The Pebble And The Boy: Review. By Jade Roach.
The Pebble and The Boy is a British film self-described as made by the fans, for the fans of mod culture. The film, being a melancholic drama following John Parker (Patrick McNamee), a young mod navigating his life after the death of his father. As someone unfamiliar with this British subculture, The Pebble and The Boy was undeniably a great window into a community I knew so little of. Whilst the plot felt cliché at times and the supporting actress’ role contrived, the film as a whole was enjoyable but not a must-watch.
Chris Green, director of the pebble and the boy, has directed a few films since coming second place at the Northern Soul new writers competition back in 2000 such as Best Laid Plans (2012) and Pretty (2017). Nevertheless, it felt as though this film was very amateur-ish for a man of his experience. Perhaps the daunting task of appeasing to mod culture was overbearing? The backing track was disappointingly unnoticeable, meaning mod classics had to convey a lot of the emotion. This limited selection of emotional music created a bipolar atmosphere as at times the message and direction of the film was clear, and at other times was foggy. The cinematography was decent, leading to a certain connect between the viewer and the film however there wasn’t a great sense of scale which was disappointing to see for a film essentially about a road trip.
As mentioned previously, the supporting character of Nicki (Sasha Parkinson), actions felt forced with little to no motivation, this in turn made intentions unrelatable and the character as a whole fake. Her relationship with John is equally unclear as in some scenes she’s extremely close to him as an ally and a mentor, attempting to push John to see the bigger picture. Yet in others she’s blatantly exploiting the main character for his tickets to a mod gig.
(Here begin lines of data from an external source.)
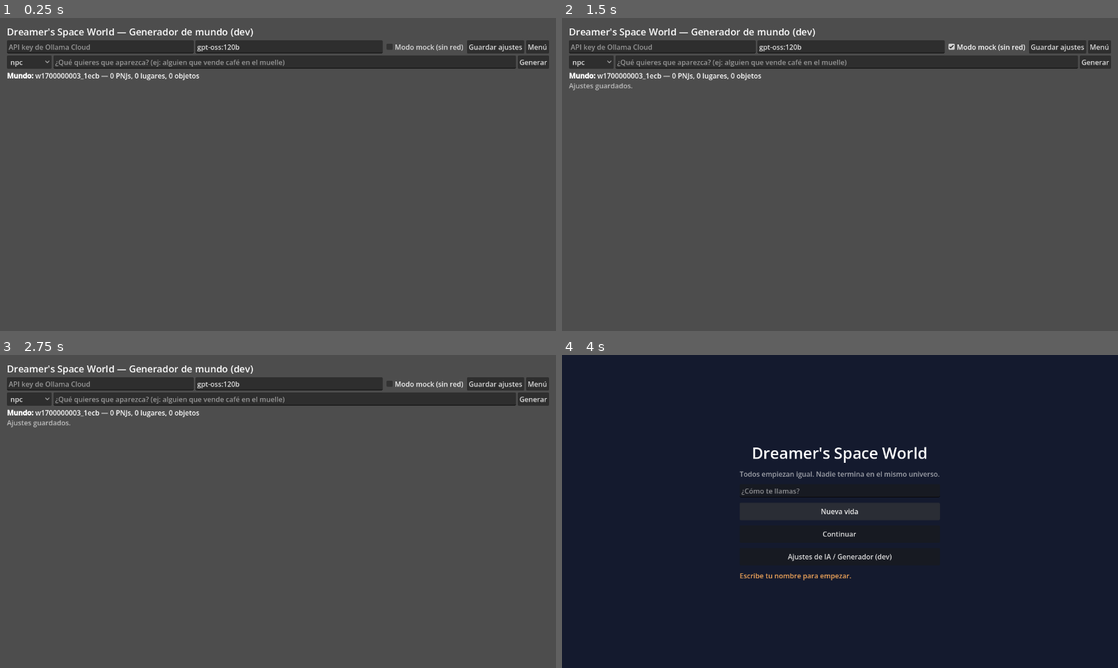
Above: before the commit, frames 1-4 (two rows, left to right).
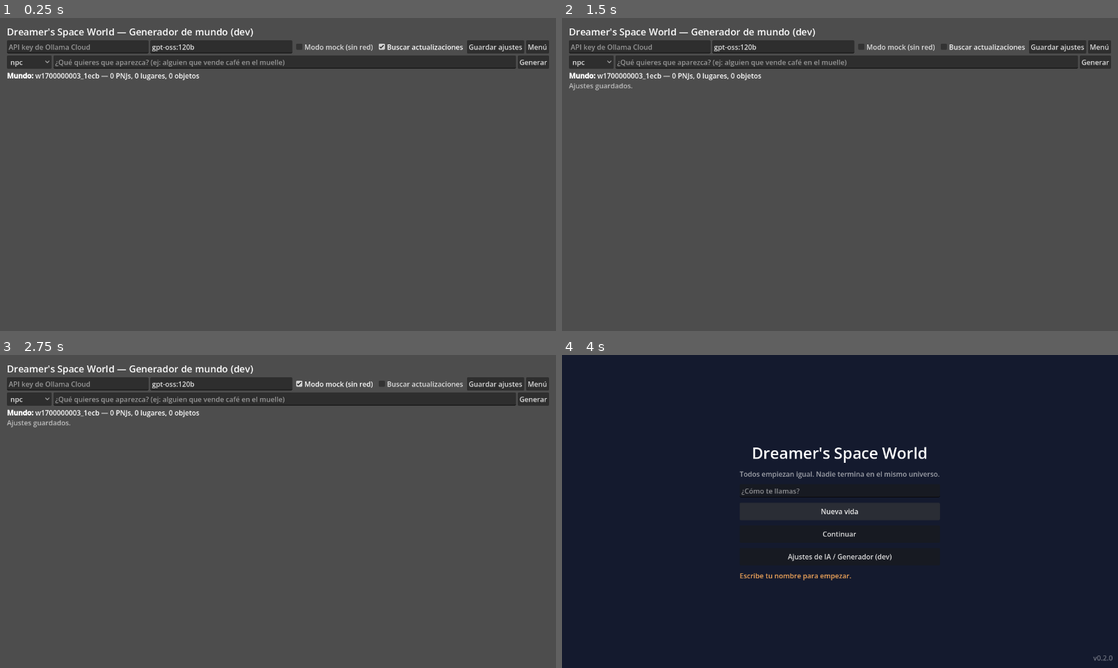
Above: after the commit, the same moments.

Repository: ahiram1701/dreamers-space-world
Game: Godot game, scene res://scenes/dev/AITestScene.tscn
Two runs of this game, one before a commit and one after it. Both use one fixed random seed, a clock stepped at 60 frames per second and the inputs below. This scene is started directly instead of the project's main scene.
Inputs (mouse positions are in pixels of both pictures, inside the frame that each line leads up to):
- Up to frame 1 (0.25 s): no input
- Up to frame 2 (1.5 s): click "Guardar ajustes" at 0.5 s; click (984, 46) at 1.25 s, where only the run after the commit has a clickable "Buscar actualizaciones"
- Up to frame 3 (2.75 s): click "Modo mock (sin red)" at 2 s
- Up to frame 4 (4 s): click "Menú" at 2.75 s; click "Nueva vida" at 3.5 s

The runs differ from the first frame. In frame 1, 1.0% of the frame differs, in the area x 26-84%, y 7-12%; in frame 2, 1.0%; in frame 3, 1.0%; in frame 4, less than 0.1%.

Commit message:
Actualizador integrado y migración a Godot 4.7.2
- Updater: comprueba GitHub Releases (solo estables), descarga, verifica
  SHA-256, reemplaza el ejecutable y reinicia con un clic.
- SemVer con pruebas; banner de actualización y versión en el menú.
- Proyecto, CI y CD en Godot 4.7.2 (incluye los .uid de 4.4+).
- CD publica SHA256SUMS.txt; acciones checkout@v7 y cache@v6.
- Versión 0.2.0.

Co-Authored-By: Claude Opus 5.5 <noreply@anthropic.com>

Diff:
--- a/autoload/Settings.gd
+++ b/autoload/Settings.gd
@@ -13,6 +13,7 @@
 var language: String = "es"
 ## Sin red ni coste: AIClient responde con los JSON de res://data/fallback/.
 var use_mock: bool = false
+var auto_check_updates: bool = true
 
 
 func _ready() -> void:
@@ -32,6 +33,7 @@
 	endpoint = cfg.get_value("ai", "endpoint", DEFAULT_ENDPOINT)
 	use_mock = cfg.get_value("ai", "use_mock", false)
 	language = cfg.get_value("game", "language", "es")
+	auto_check_updates = cfg.get_value("game", "auto_check_updates", true)
 
 
 func save_settings() -> void:
@@ -41,6 +43,7 @@
 	cfg.set_value("ai", "endpoint", endpoint)
 	cfg.set_value("ai", "use_mock", use_mock)
 	cfg.set_value("game", "language", language)
+	cfg.set_value("game", "auto_check_updates", auto_check_updates)
 	var err := cfg.save_encrypted_pass(PATH, _passphrase())
 	if err != OK:
 		push_error("No se pudieron guardar los ajustes: %s" % error_string(err))
--- /dev/null
+++ b/autoload/Updater.gd
@@ -0,0 +1,272 @@
+extends Node
+## Busca versiones ESTABLES nuevas en GitHub Releases y actualiza el juego con un clic.
+## Windows no deja sobrescribir un .exe en ejecución, pero sí renombrarlo: el actual pasa a
+## *.old, el nuevo ocupa su sitio y el juego se relanza. Los mundos viven en user:// y no se tocan.
+##
+## Uso:  Updater.check()  →  state_changed(AVAILABLE)  →  Updater.download_and_install()
+
+signal state_changed(state: State)
+signal progress_changed(value: float)
+
+enum State { IDLE, DISABLED, CHECKING, UP_TO_DATE, AVAILABLE, DOWNLOADING, VERIFYING, INSTALLING, ERROR }
+
+# /releases/latest excluye pre-releases y borradores: es justo el canal "solo estables".
+const API_LATEST := "https://api.github.com/repos/ahiram1701/dreamers-space-world/releases/latest"
+const DOWNLOAD_DIR := "user://updates/"
+const STAGING_DIR := ".update"
+const OLD_SUFFIX := ".old"
+const SUMS_ASSET := "SHA256SUMS.txt"
+
+var state: State = State.IDLE
+var latest_version := ""
+var release_url := ""
+var release_notes := ""
+var error_message := ""
+var progress := 0.0
+
+var _asset_name := ""
+var _asset_url := ""
+var _sums_url := ""
+var _download: HTTPRequest
+
+
+func _ready() -> void:
+	if _is_installed_build():
+		_cleanup_previous_update()
+
+
+func current_version() -> String:
+	return str(ProjectSettings.get_setting("application/config/version", "0.0.0"))
+
+
+## Solo una build exportada en una carpeta escribible puede reemplazarse a sí misma.
+## En el resto de casos "Actualizar" abre la página de la Release.
+func can_self_update() -> bool:
+	return _is_installed_build() and _exe_dir_writable() and not _asset_url.is_empty()
+
+
+func check() -> void:
+	if state in [State.CHECKING, State.DOWNLOADING, State.VERIFYING, State.INSTALLING]:
+		return
+	if not _is_installed_build():
+		_set_state(State.DISABLED)  # editor o CI: no hay nada que reemplazar
+		return
+	_set_state(State.CHECKING)
+
+	var res := await _request(API_LATEST)
+	if not res.ok:
+		_fail(res.error)
+		return
+	var release = JSON.parse_string(res.body.get_string_from_utf8())
+	if typeof(release) != TYPE_DICTIONARY or not release.has("tag_name"):
+		_fail("Respuesta inesperada de GitHub.")
+		return
+
+	latest_version = str(release.tag_name).trim_prefix("v")
+	release_url = release.get("html_url", "")
+	release_notes = str(release.get("body", ""))
+	if not SemVer.is_newer(latest_version, current_version()):
+		_set_state(State.UP_TO_DATE)
+		return
+
+	_asset_name = ""
+	_asset_url = ""
+	_sums_url = ""
+	var suffix := "-windows.zip" if OS.get_name() == "Windows" else "-linux.zip"
+	for asset in release.get("assets", []):
+		var asset_name: String = asset.get("name", "")
+		if asset_name.ends_with(suffix):
+			_asset_name = asset_name
+			_asset_url = asset.get("browser_download_url", "")
+		elif asset_name == SUMS_ASSET:
+			_sums_url = asset.get("browser_download_url", "")
+	_set_state(State.AVAILABLE)
+
+
+## true si ya se encontró una versión nueva (sigue siendo cierto si la descarga falló: se puede reintentar).
+func has_update() -> bool:
+	return not latest_version.is_empty() and SemVer.is_newer(latest_version, current_version())
+
+
+func download_and_install() -> void:
+	if not (state == State.AVAILABLE or (state == State.ERROR and has_update())):
+		return
+	if not can_self_update() or _sums_url.is_empty():
+		OS.shell_open(release_url)  # actualización manual desde la página de la Release
+		return
+
+	_set_state(State.DOWNLOADING)
+	DirAccess.make_dir_recursive_absolute(DOWNLOAD_DIR)
+	var zip_path := DOWNLOAD_DIR + _asset_name
+	var res := await _request(_asset_url, zip_path)
+	if not res.ok:
+		_fail(res.error)
+		return
+
+	_set_state(State.VERIFYING)
+	var sums := await _request(_sums_url)
+	var expected := _expected_sha256(sums.body.get_string_from_utf8() if sums.ok else "", _asset_name)
+	if expected.is_empty() or FileAccess.get_sha256(zip_path) != expected:
+		DirAccess.remove_absolute(zip_path)
+		_fail("La descarga no pasó la verificación SHA-256. Inténtalo de nuevo.")
+		return
+
+	_set_state(State.INSTALLING)
+	var installed := _install(zip_path)
+	if not installed.ok:
+		_fail(installed.error)
+		return
+	DirAccess.remove_absolute(zip_path)
+	OS.create_process(installed.executable, [])
+	get_tree().quit()
+
+
+func _process(_delta: float) -> void:
+	if _download == null:
+		return
+	var total := _download.get_body_size()
+	if total > 0:
+		progress = float(_download.get_downloaded_bytes()) / total
+		progress_changed.emit(progress)
+
+
+# --- Instalación --------------------------------------------------------------------
+
+## Extrae el zip a una carpeta temporal junto al exe y luego intercambia archivo por archivo,
+## guardando los actuales como *.old para poder deshacer si algo falla a mitad.
+func _install(zip_path: String) -> Dictionary:
+	var exe_dir := OS.get_executable_path().get_base_dir()
+	var staging := exe_dir.path_join(STAGING_DIR)
+	var reader := ZIPReader.new()
+	if reader.open(ProjectSettings.globalize_path(zip_path)) != OK:
+		return {"ok": false, "error": "No se pudo abrir la actualización."}
+
+	var files: Array[String] = []
+	for f in reader.get_files():
+		if f.ends_with("/") or f.begins_with("/") or ".." in f:
+			continue  # carpetas y rutas que se saldrían de la carpeta del juego
+		files.append(f)
+		var out := staging.path_join(f)
+		DirAccess.make_dir_recursive_absolute(out.get_base_dir())
+		var fa := FileAccess.open(out, FileAccess.WRITE)
+		if fa == null:
+			reader.close()
+			return {"ok": false, "error": "No se pudo escribir %s." % out}
+		fa.store_buffer(reader.read_file(f))
+		fa.close()
+	reader.close()
+
+	var executable := OS.get_executable_path()
+	var swapped: Array[String] = []
+	for f in files:
+		var target := exe_dir.path_join(f)
+		DirAccess.make_dir_recursive_absolute(target.get_base_dir())
+		if FileAccess.file_exists(target):
+			DirAccess.remove_absolute(target + OLD_SUFFIX)
+			if DirAccess.rename_absolute(target, target + OLD_SUFFIX) != OK:
+				_rollback(swapped)
+				return {"ok": false, "error": "No se pudo reemplazar %s." % f}
+		if DirAccess.rename_absolute(staging.path_join(f), target) != OK:
+			DirAccess.rename_absolute(target + OLD_SUFFIX, target)
+			_rollback(swapped)
+			return {"ok": false, "error": "No se pudo instalar %s." % f}
+		swapped.append(target)
+		if f.ends_with(".exe") or f.ends_with(".x86_64"):
+			if OS.get_name() == "Linux":
+				OS.execute("chmod", ["+x", target])
+			if not f.ends_with(".console.exe"):  # el wrapper de consola de Godot no es el juego
+				executable = target  # relanzar el exe nuevo aunque el actual tenga otro nombre
+	_remove_dir_recursive(staging)
+	return {"ok": true, "executable": executable}
+
+
+func _rollback(swapped: Array[String]) -> void:
+	for target in swapped:
+		DirAccess.remove_absolute(target)
+		DirAccess.rename_absolute(target + OLD_SUFFIX, target)
+
+
+## Tras reiniciar: borra los *.old y las descargas de la actualización anterior.
+## Si el proceso viejo aún no ha soltado el .exe, se reintenta en el siguiente arranque.
+func _cleanup_previous_update() -> void:
+	var exe_dir := OS.get_executable_path().get_base_dir()
+	var dir := DirAccess.open(exe_dir)
+	if dir:
+		for f in dir.get_files():
+			if f.ends_with(OLD_SUFFIX):
+				DirAccess.remove_absolute(exe_dir.path_join(f))
+	_remove_dir_recursive(exe_dir.path_join(STAGING_DIR))
+	_remove_dir_recursive(ProjectSettings.globalize_path(DOWNLOAD_DIR))
+
+
+func _remove_dir_recursive(path: String) -> void:
+	var dir := DirAccess.open(path)
+	if dir == null:
+		return
+	for f in dir.get_files():
+		DirAccess.remove_absolute(path.path_join(f))
+	for d in dir.get_directories():
+		_remove_dir_recursive(path.path_join(d))
+	DirAccess.remove_absolute(path)
+
+
+# --- Utilidades ---------------------------------------------------------------------
+
+## GET con cabeceras de GitHub. Con `to_file` descarga a disco (sigue redirecciones al CDN).
+func _request(url: String, to_file: String = "") -> Dictionary:
+	var http := HTTPRequest.new()
+	http.timeout = 600.0 if not to_file.is_empty() else 20.0
+	http.download_file = to_file
+	add_child(http)
+	if not to_file.is_empty():
+		_download = http
+	var headers := PackedStringArray([
+		"User-Agent: DreamersSpaceWorld/" + current_version(),
+		"Accept: application/vnd.github+json",
+	])
+	var err := http.request(url, headers)
+	if err != OK:
+		http.queue_free()
+		return {"ok": false, "error": "No se pudo conectar (%s)." % error_string(err), "body": PackedByteArray()}
+	var r: Array = await http.request_completed
+	_download = null
+	http.queue_free()
+	if r[0] != HTTPRequest.RESULT_SUCCESS:
+		return {"ok": false, "error": "Sin conexión con GitHub (%d)." % r[0], "body": PackedByteArray()}
+	if r[1] < 200 or r[1] >= 300:
+		return {"ok": false, "error": "GitHub respondió HTTP %d." % r[1], "body": PackedByteArray()}
+	return {"ok": true, "error": "", "body": r[3]}
+
+
+## Formato de `sha256sum`: "<hash>  <archivo>" por línea.
+func _expected_sha256(sums: String, file_name: String) -> String:
+	for line in sums.split("\n", false):
+		var parts := line.strip_edges().split(" ", false)
+		if parts.size() == 2 and parts[1].trim_prefix("*") == file_name:
+			return parts[0].to_lower()
+	return ""
+
+
+func _is_installed_build() -> bool:
+	return OS.has_feature("template") and not OS.has_feature("editor")
+
+
+func _exe_dir_writable() -> bool:
+	var probe := OS.get_executable_path().get_base_dir().path_join(".write_test")
+	var f := FileAccess.open(probe, FileAccess.WRITE)
+	if f == null:
+		return false
+	f.close()
+	DirAccess.remove_absolute(probe)
+	return true
+
+
+func _set_state(s: State) -> void:
+	state = s
+	state_changed.emit(s)
+
+
+func _fail(msg: String) -> void:
+	error_message = msg
+	push_warning("Updater: " + msg)
+	_set_state(State.ERROR)
--- a/project.godot
+++ b/project.godot
@@ -7,9 +7,9 @@
 
 config/name="Dreamer's Space World"
 config/description="Un multiverso que crece contigo: la IA genera el mundo según tus decisiones."
-config/version="0.1.0"
+config/version="0.2.0"
 run/main_scene="res://scenes/main_menu/MainMenu.tscn"
-config/features=PackedStringArray("4.3")
+config/features=PackedStringArray("4.7")
 
 [autoload]
 
@@ -21,6 +21,7 @@
 NPCMemory="*res://autoload/NPCMemory.gd"
 PlayerProfile="*res://autoload/PlayerProfile.gd"
 StoryDirector="*res://autoload/StoryDirector.gd"
+Updater="*res://autoload/Updater.gd"
 
 [display]
 
--- a/scenes/dev/AITestScene.gd
+++ b/scenes/dev/AITestScene.gd
@@ -5,6 +5,7 @@
 var _key: LineEdit
 var _model: LineEdit
 var _mock: CheckBox
+var _updates: CheckBox
 var _type: OptionButton
 var _hint: LineEdit
 var _generate: Button
@@ -37,6 +38,10 @@
 	_mock.text = "Modo mock (sin red)"
 	_mock.button_pressed = Settings.use_mock
 	cfg.add_child(_mock)
+	_updates = CheckBox.new()
+	_updates.text = "Buscar actualizaciones"
+	_updates.button_pressed = Settings.auto_check_updates
+	cfg.add_child(_updates)
 	var save := Button.new()
 	save.text = "Guardar ajustes"
 	save.pressed.connect(_on_save)
@@ -80,6 +85,7 @@
 	Settings.api_key = _key.text.strip_edges()
 	Settings.model = _model.text.strip_edges() if not _model.text.strip_edges().is_empty() else Settings.DEFAULT_MODEL
 	Settings.use_mock = _mock.button_pressed
+	Settings.auto_check_updates = _updates.button_pressed
 	Settings.save_settings()
 	_print("[color=gray]Ajustes guardados.[/color]")
 
--- a/scenes/main_menu/MainMenu.gd
+++ b/scenes/main_menu/MainMenu.gd
@@ -6,6 +6,11 @@
 
 var _name: LineEdit
 var _status: Label
+var _update_banner: PanelContainer
+var _update_label: Label
+var _update_btn: Button
+var _notes_btn: Button
+var _update_bar: ProgressBar
 
 
 func _ready() -> void:
@@ -51,6 +56,22 @@
 	if not Settings.use_mock and not Settings.has_api_key():
 		_status.text = "Sin API key: los diálogos usarán respuestas de respaldo. Configúrala en Ajustes."
 
+	var version := Label.new()
+	version.text = "v" + Updater.current_version()
+	version.set_anchors_and_offsets_preset(Control.PRESET_BOTTOM_RIGHT, Control.PRESET_MODE_MINSIZE, 12)
+	version.grow_horizontal = Control.GROW_DIRECTION_BEGIN
+	version.grow_vertical = Control.GROW_DIRECTION_BEGIN
+	version.add_theme_color_override("font_color", Color(1, 1, 1, 0.4))
+	add_child(version)
+
+	_build_update_banner()
+	Updater.state_changed.connect(_on_update_state)
+	Updater.progress_changed.connect(func(p): _update_bar.value = p * 100.0)
+	if Updater.state == Updater.State.IDLE and Settings.auto_check_updates:
+		Updater.check()  # una vez por sesión; al volver al menú se reutiliza el resultado
+	else:
+		_on_update_state(Updater.state)
+
 
 func _on_new() -> void:
 	var player_name := _name.text.strip_edges()
@@ -69,6 +90,53 @@
 		_status.text = "No se pudo cargar la última partida."
 
 
+func _build_update_banner() -> void:
+	_update_banner = PanelContainer.new()
+	_update_banner.set_anchors_and_offsets_preset(Control.PRESET_TOP_WIDE, Control.PRESET_MODE_MINSIZE, 12)
+	_update_banner.visible = false
+	add_child(_update_banner)
+	var row := HBoxContainer.new()
+	row.add_theme_constant_override("separation", 10)
+	_update_banner.add_child(row)
+	_update_label = Label.new()
+	_update_label.size_flags_horizontal = Control.SIZE_EXPAND_FILL
+	row.add_child(_update_label)
+	_update_bar = ProgressBar.new()
+	_update_bar.custom_minimum_size = Vector2(220, 0)
+	_update_bar.visible = false
+	row.add_child(_update_bar)
+	_notes_btn = Button.new()
+	_notes_btn.text = "Ver novedades"
+	_notes_btn.pressed.connect(func(): OS.shell_open(Updater.release_url))
+	row.add_child(_notes_btn)
+	_update_btn = Button.new()
+	_update_btn.pressed.connect(Updater.download_and_install)
+	row.add_child(_update_btn)
+
+
+func _on_update_state(s: int) -> void:
+	_update_bar.visible = s == Updater.State.DOWNLOADING
+	_update_btn.disabled = not (s == Updater.State.AVAILABLE or (s == Updater.State.ERROR and Updater.has_update()))
+	match s:
+		Updater.State.AVAILABLE:
+			_update_banner.visible = true
+			_update_label.text = "Nueva versión v%s disponible" % Updater.latest_version
+			_update_btn.text = "Actualizar" if Updater.can_self_update() else "Descargar"
+		Updater.State.DOWNLOADING:
+			_update_label.text = "Descargando v%s…" % Updater.latest_version
+		Updater.State.VERIFYING:
+			_update_label.text = "Verificando la descarga…"
+		Updater.State.INSTALLING:
+			_update_label.text = "Instalando y reiniciando…"
+		Updater.State.ERROR:
+			# Un fallo al solo comprobar (sin red, GitHub caído) no molesta al jugador
+			_update_banner.visible = Updater.has_update()
+			_update_label.text = "No se pudo actualizar: %s" % Updater.error_message
+			_update_btn.text = "Reintentar"
+		_:
+			_update_banner.visible = false
+
+
 func _button(parent: Node, text: String, action: Callable) -> Button:
 	var b := Button.new()
 	b.text = text
--- /dev/null
+++ b/scripts/util/SemVer.gd
@@ -0,0 +1,66 @@
+class_name SemVer
+extends RefCounted
+## Versionado semántico mínimo (MAJOR.MINOR.PATCH[-pre][+build]) para comparar versiones del juego.
+## Puro y sin estado: se prueba en CI sin red (tests/test_semver.gd).
+
+
+## Devuelve {major, minor, patch, pre} o {} si el texto no es una versión válida. Acepta "v0.2.0".
+static func parse(text: String) -> Dictionary:
+	var s := text.strip_edges().trim_prefix("v").get_slice("+", 0)  # los metadatos de build no cuentan
+	var pre := ""
+	var dash := s.find("-")
+	if dash != -1:
+		pre = s.substr(dash + 1)
+		s = s.substr(0, dash)
+		if pre.is_empty():
+			return {}
+	var parts := s.split(".")
+	if parts.size() != 3:
+		return {}
+	for p in parts:
+		if not p.is_valid_int() or int(p) < 0:
+			return {}
+	return {"major": int(parts[0]), "minor": int(parts[1]), "patch": int(parts[2]), "pre": pre}
+
+
+## -1 si a < b, 0 si son iguales (o alguna no es válida), 1 si a > b.
+static func compare(a: String, b: String) -> int:
+	var x := parse(a)
+	var y := parse(b)
+	if x.is_empty() or y.is_empty():
+		return 0
+	for k in ["major", "minor", "patch"]:
+		if x[k] != y[k]:
+			return 1 if x[k] > y[k] else -1
+	if x.pre == y.pre:
+		return 0
+	if x.pre.is_empty():
+		return 1  # 1.0.0 > 1.0.0-alpha
+	if y.pre.is_empty():
+		return -1
+	return _compare_pre(x.pre, y.pre)
+
+
+## true solo si `candidate` es válida y estrictamente más nueva que `current`.
+static func is_newer(candidate: String, current: String) -> bool:
+	return not parse(candidate).is_empty() and not parse(current).is_empty() and compare(candidate, current) > 0
+
+
+# Reglas semver: identificadores separados por "."; numéricos se comparan como números
+# y son menores que los alfanuméricos; con prefijo igual, el más corto es menor.
+static func _compare_pre(a: String, b: String) -> int:
+	var pa := a.split(".")
+	var pb := b.split(".")
+	for i in mini(pa.size(), pb.size()):
+		var na := pa[i].is_valid_int()
+		var nb := pb[i].is_valid_int()
+		if na and nb:
+			if int(pa[i]) != int(pb[i]):
+				return 1 if int(pa[i]) > int(pb[i]) else -1
+		elif na != nb:
+			return -1 if na else 1
+		elif pa[i] != pb[i]:
+			return 1 if pa[i] > pb[i] else -1
+	if pa.size() == pb.size():
+		return 0
+	return 1 if pa.size() > pb.size() else -1
--- /dev/null
+++ b/tests/test_semver.gd
@@ -0,0 +1,38 @@
+extends SceneTree
+## Pruebas de SemVer, sin red:
+##   godot --headless --path . -s tests/test_semver.gd
+
+var _failed := 0
+
+
+func _init() -> void:
+	var S = load("res://scripts/util/SemVer.gd")
+
+	_expect(S.parse("v0.2.0") == {"major": 0, "minor": 2, "patch": 0, "pre": ""}, "parse acepta prefijo v")
+	_expect(S.parse("1.2.3-beta.2").pre == "beta.2", "parse extrae pre-release")
+	_expect(S.parse("1.2.3+build.7").pre == "", "ignora metadatos de build")
+	for bad in ["", "1.2", "1.2.3.4", "a.b.c", "1.2.-3", "1.2.3-", "latest"]:
+		_expect(S.parse(bad).is_empty(), "rechaza '%s'" % bad)
+
+	_expect(S.compare("0.2.0", "0.10.0") == -1, "0.2.0 < 0.10.0 (numérico, no alfabético)")
+	_expect(S.compare("v1.0.0", "1.0.0") == 0, "v1.0.0 == 1.0.0")
+	_expect(S.compare("1.0.0", "1.0.0-alpha") == 1, "estable > pre-release")
+	_expect(S.compare("1.0.0-alpha", "1.0.0-alpha.1") == -1, "alpha < alpha.1")
+	_expect(S.compare("1.0.0-alpha.2", "1.0.0-alpha.10") == -1, "alpha.2 < alpha.10")
+	_expect(S.compare("1.0.0-alpha", "1.0.0-beta") == -1, "alpha < beta")
+	_expect(S.compare("1.0.0-1", "1.0.0-alpha") == -1, "numérico < alfanumérico")
+	_expect(S.compare("2.0.0", "1.99.99") == 1, "major manda")
+
+	_expect(S.is_newer("v0.3.0", "0.2.0"), "hay update de 0.2.0 a 0.3.0")
+	_expect(not S.is_newer("v0.2.0", "0.2.0"), "misma versión: sin update")
+	_expect(not S.is_newer("v0.1.9", "0.2.0"), "versión más vieja: sin update")
+	_expect(not S.is_newer("basura", "0.2.0"), "tag inválido: sin update")
+
+	print("\n%s" % ("TODO OK" if _failed == 0 else "%d FALLOS" % _failed))
+	quit(_failed)
+
+
+func _expect(cond: bool, msg: String) -> void:
+	print(("  ✔ " if cond else "  ✘ ") + msg)
+	if not cond:
+		_failed += 1
Not shown, added: autoload/AIClient.gd.uid
Not shown, added: autoload/ContentGenerator.gd.uid
Not shown, added: autoload/ContentValidator.gd.uid
Not shown, added: autoload/NPCMemory.gd.uid
Not shown, added: autoload/PlayerProfile.gd.uid
Not shown, added: autoload/Settings.gd.uid
Not shown, added: autoload/StoryDirector.gd.uid
Not shown, added: autoload/Updater.gd.uid
Not shown, added: autoload/WorldDB.gd.uid
Not shown, added: scenes/act0_town/Act0Town.gd.uid
Not shown, added: scenes/dev/AITestScene.gd.uid
Not shown, added: scenes/main_menu/MainMenu.gd.uid
(and 9 more such lines)

On the other hand, the second support character Logan (Max Boast), known for Sex Education, was a well thought out joker, who managed to do the back and forth between genuine kindness and general assholery convincingly.
Overall, the movie was an interesting projection of a culture I feel most know so little of, with a great man character and an even better supporting character. Unfortunately, however, the message of the story was confusing as at most times it was unclear. Another shortcoming would be a loose sense of scale for a story of this type and a disappointingly bland soundtrack leading to a disconnect between the emotions actually conveyed through the film and the emotions that the director would want to convey through this medium.